Two others of writing merit are Ernest K. Gann (Fate Is The Hunter, Island In The Sky) and Antoine de Saint-Exupery (Wind, Sand and Stars, Night Flight, and The Little Prince). And the Misters Berge and Bertorelli.
Wonderful story. The kind that creates a gentle smile. Thanks Paul Berge.
You might not win any FAA awards, but you certainly deserve awards for writing! And Ann deserves an honorable mention for introducing you to that editor.
What a great article. I’m going to get Mrs. Pellegreno’s book and give to my 18 year old granddaughter who recently soloed and will be entering the Aviation program at Middle Tennessee State University in the fall. She wants to be a commercial pilot and I think she’ll be greatly inspired by a woman of many accomplishments.
I just had the pleasure of meeting Ann at the Amelia Earhart Festival in Atchison, Kansas this past weekend. What a woman! She is sharp as a tack and generous with her time and stories. They say you should never meet your heroes but that does not apply in this case…she was fun and funny, sweet, witty and wicked smart, too! I’ll always treasure the time we spent together and the stories she shared with me. The only thing that surprises me about this article is that she was quiet during your visit! She’s amazing.

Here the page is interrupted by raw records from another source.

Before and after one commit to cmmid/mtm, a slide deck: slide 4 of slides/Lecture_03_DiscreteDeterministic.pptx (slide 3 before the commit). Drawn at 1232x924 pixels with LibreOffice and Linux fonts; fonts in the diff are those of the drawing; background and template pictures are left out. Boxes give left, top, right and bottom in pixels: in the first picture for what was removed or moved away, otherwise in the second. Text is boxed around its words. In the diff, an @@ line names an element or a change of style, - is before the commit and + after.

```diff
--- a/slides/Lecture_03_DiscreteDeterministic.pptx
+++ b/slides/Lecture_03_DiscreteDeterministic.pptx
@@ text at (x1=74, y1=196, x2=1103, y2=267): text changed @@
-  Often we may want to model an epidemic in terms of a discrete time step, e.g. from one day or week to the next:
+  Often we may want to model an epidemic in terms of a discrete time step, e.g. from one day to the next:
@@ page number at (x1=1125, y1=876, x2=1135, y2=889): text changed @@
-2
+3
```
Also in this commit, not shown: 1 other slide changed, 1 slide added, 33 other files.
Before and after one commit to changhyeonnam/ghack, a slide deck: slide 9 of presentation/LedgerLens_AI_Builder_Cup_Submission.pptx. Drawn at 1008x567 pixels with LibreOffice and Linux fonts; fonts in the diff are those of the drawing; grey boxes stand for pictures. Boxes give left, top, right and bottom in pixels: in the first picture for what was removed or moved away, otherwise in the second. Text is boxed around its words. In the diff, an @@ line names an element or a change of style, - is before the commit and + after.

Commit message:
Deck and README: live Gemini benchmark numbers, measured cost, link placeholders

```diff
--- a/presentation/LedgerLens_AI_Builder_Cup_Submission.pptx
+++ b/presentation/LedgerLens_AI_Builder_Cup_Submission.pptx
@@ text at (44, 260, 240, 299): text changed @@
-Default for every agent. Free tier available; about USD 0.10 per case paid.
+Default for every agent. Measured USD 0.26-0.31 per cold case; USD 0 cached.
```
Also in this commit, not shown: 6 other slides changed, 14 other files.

Readers asked if Ann Pellegreno’s books are available? Ann tells me, “yes,” and contact her directly pellegreno@hotmail.com
–Paul Berge
Good morning Paul. This is one of the best written articles about any topic that I’ve ever read. I laughed out loud several times. My path crossed with the Pellegreno’s at the Hagerstown Aviation Museum on Monday when the meticulously restored XNQ returned to it’s birthplace to be put on permanent exhibition for the world to be able to admire up close and personal. John & Kurtis the President & Curator of the museum are old friends and we helped document the return of this beautiful one of a kind plane. I really hope that Ann can come to the museum and enjoy the XNQ’s “retirement” home. Her story is amazing. I hope that you come. I’d love to meet you. The only thing I’ve flown are camera drones…but I have great admiration for pilots. It was my very good fortune to be able to take the planes last pilots, Doug & Kim back to BWI and to hear their stories. Your style reminds me of Brock Yates at Car & Driver. All the best, Mike
I love this! Ann is as smart as she is funny, and an encouragement to those who like to find the best possible outcome in every situation. I wish Don were still with us today, would have loved to meet him. Thanks Ann, for all your great stories (and in advance for your forthcoming book!), and to Paul as well, for this superb description of your time with the Pellegrenos!